I don't know how I managed to miss this thread in early May. I've only seen it just now (June 7, late evening hours) for the first time. Many of you already know that the Missouri guerrillas are especially interesting to me. Quantrill's band of guerrillas is probably the most famous of the MO guerrilla bands, but it's by no means the only such organization that fought in Missouri.
Four or five years ago, I would have insisted that Quantrill was as thoroughly evil as so many authors have made him out to be. However, after much more reading and thought, I've come to think of him somewhat differently. There's no doubt he has been demonized. He probably deserves SOME of that, but not all of it.
He did take prisoners and attempt to exchange them. He did parole prisoners. He did shelter some people in Lawrence.
...but, of course, he sometimes executed people.
He lost ultimate control of his command after Lawrence and I believe this is because Anderson and Todd thought Quantrill was too soft, too fair minded and too honorable.
I don't believe there's any evidence that Quantrill ordered 13 year old boys killed at Lawrence, although many writers insist that he ordered the death of anyone old enough to carry a gun. I suspect Bill Anderson was responsible for that order.
I believe the Lawrence raid was originally planned as a specific strike at the headquarters of the Redlegs and Jayhawkers and I believe it had been considered for a very long time. I believe the injury and deaths of some of the guerrillas' sisters and sisters in law in the Kansas City jail collapse changed the raid motive for a lot of the guerrillas. I believe the death of Josephine Anderson (Bill's young sister) altered his personal motive in an extremely dark way. I believe Anderson drew some of the most blood thirsty of the boys to his own command and I don't believe they needed much encouragement from him to run amok at Lawrence. I think we could draw a very similar parallel to the Viet Nam raid on the village of My Lai 4, where the raiders went in expecting to wipe out a VC strong hold and wound up killing practically everything that moved. Quantrill gets to take the blame for what happened in Lawrence because he was still in overall command, but I don't believe he ordered a massacre of civilians. Nevertheless, civilians did get massacred. I can't say without a doubt that Anderson and Todd and their companies were responsible for the excesses at Lawrence, but I think it's a pretty safe bet.

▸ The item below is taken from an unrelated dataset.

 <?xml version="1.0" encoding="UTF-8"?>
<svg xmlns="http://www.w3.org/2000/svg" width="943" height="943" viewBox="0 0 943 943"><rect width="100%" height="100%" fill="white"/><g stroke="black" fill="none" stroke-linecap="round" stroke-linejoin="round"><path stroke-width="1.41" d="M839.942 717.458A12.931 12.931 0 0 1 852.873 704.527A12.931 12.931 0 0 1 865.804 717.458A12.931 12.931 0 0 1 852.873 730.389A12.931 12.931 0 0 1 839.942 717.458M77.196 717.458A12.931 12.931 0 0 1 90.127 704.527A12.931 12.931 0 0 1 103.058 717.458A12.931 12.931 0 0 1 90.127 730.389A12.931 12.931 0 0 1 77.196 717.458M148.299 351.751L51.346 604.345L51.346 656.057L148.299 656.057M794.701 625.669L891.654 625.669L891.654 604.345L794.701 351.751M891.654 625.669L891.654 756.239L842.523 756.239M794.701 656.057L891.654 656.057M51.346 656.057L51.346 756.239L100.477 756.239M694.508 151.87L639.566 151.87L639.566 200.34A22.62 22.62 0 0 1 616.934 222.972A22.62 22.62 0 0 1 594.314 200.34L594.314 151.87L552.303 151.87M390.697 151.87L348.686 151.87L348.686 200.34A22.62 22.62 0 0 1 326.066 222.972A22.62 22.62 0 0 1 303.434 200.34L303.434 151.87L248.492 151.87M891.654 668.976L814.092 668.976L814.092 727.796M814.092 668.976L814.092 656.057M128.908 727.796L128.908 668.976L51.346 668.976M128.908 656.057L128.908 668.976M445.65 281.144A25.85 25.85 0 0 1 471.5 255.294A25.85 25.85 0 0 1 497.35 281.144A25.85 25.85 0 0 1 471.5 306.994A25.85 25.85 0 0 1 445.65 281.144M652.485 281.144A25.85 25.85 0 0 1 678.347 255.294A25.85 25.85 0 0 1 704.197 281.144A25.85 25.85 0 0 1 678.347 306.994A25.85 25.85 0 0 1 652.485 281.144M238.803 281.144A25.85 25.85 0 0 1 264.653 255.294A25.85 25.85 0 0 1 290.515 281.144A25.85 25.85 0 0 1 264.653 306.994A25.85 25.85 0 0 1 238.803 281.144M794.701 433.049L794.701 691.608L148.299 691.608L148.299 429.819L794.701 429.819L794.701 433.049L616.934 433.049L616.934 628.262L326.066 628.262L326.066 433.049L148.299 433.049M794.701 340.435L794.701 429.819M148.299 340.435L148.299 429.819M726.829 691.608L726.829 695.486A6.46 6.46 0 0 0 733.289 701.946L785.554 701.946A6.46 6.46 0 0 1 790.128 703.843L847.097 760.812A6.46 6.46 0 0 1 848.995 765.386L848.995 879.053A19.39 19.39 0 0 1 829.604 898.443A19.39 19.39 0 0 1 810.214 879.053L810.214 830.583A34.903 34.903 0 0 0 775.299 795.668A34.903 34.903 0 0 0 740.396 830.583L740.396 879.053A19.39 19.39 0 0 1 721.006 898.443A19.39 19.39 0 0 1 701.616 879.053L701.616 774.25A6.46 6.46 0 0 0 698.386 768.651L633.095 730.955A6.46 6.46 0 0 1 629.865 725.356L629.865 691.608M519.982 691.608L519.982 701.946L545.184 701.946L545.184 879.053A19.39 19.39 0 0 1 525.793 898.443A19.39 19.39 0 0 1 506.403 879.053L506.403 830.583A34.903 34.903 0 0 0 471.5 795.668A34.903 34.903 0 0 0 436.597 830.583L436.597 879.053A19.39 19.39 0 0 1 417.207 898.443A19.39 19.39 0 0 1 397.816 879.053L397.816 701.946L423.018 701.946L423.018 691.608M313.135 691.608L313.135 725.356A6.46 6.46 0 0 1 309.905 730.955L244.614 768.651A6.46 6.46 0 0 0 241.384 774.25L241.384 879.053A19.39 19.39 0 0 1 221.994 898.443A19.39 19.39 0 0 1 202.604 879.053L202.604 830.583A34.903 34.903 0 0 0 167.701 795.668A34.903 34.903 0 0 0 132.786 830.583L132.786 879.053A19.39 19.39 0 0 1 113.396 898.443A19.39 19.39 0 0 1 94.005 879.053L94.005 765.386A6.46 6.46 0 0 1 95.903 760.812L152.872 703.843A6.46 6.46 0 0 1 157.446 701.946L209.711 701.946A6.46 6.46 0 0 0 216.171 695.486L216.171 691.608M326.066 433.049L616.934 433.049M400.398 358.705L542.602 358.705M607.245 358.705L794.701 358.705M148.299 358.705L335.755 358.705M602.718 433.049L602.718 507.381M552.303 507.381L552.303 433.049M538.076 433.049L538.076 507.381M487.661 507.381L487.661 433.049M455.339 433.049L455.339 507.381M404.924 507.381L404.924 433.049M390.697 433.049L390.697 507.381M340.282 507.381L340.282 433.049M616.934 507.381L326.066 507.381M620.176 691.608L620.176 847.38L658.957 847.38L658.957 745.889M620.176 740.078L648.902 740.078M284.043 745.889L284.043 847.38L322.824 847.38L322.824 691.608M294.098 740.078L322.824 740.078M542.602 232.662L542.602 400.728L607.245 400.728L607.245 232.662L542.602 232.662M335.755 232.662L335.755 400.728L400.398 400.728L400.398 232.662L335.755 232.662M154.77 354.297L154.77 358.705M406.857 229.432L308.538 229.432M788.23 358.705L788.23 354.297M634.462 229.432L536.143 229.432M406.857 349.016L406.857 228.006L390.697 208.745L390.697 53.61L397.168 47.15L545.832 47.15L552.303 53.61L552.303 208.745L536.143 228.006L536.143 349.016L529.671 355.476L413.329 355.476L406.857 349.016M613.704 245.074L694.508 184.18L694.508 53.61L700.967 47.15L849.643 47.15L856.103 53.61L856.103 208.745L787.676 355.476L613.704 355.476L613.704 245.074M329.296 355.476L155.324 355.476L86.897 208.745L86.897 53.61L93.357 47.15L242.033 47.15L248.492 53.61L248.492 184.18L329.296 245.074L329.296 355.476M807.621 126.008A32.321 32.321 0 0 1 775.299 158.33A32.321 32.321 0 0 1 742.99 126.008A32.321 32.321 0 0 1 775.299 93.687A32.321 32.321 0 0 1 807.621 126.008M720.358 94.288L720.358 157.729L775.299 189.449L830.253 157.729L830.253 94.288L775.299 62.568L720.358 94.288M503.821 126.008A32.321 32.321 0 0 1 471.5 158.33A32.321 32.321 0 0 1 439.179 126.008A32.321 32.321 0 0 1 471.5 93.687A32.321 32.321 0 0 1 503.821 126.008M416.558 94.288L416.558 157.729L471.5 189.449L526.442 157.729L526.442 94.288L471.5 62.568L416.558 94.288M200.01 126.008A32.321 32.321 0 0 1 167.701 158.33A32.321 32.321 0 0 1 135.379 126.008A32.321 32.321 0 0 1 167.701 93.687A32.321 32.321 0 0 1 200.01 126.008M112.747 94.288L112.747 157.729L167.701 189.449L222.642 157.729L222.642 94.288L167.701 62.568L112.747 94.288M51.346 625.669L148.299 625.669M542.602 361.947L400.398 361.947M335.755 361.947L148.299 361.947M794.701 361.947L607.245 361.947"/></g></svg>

Lawrence soured some very tough guerrilla soldiers who parted with the band and went into regular Confederate service soon afterwards. I believe those men went to Lawrence expecting a military sort of raid and were disgusted by what they witnessed there.. Lawrence also had the effect of ramping up the blood lust of others among the band--most notoriously, those in Anderson's and Todd's companies. Centralia, Rawlings Lane and Goslin's Lane followed soon after. Quantrill did not participate in those actions. Instead, he seems to have taken a break from the war and gone into "semi retirement" in south Howard County, Missouri.
Please realize that all of these musings are conclusions I've drawn from my own reading. I know that many of you will have different views. None of us will ever have anything but our own conclusions about a lot of Quantrill's history. The man was nearly impossible to understand in life. How can we hope to understand him accurately 150 years after his death? We have only the writings of demonizers and apologists and we must somehow draw our own conclusions from those sources.
Regarding the Quantrill remains at Higginsville: Those bones had been in Kansas for a long time. I've read they had been in a private collection at first and later with the state historical society. I can't say whether that much is accurate. They were, indeed buried in the Confederate cemetery at Higginsville and there are two other graves in other locations which bear some of Quantrill's remains.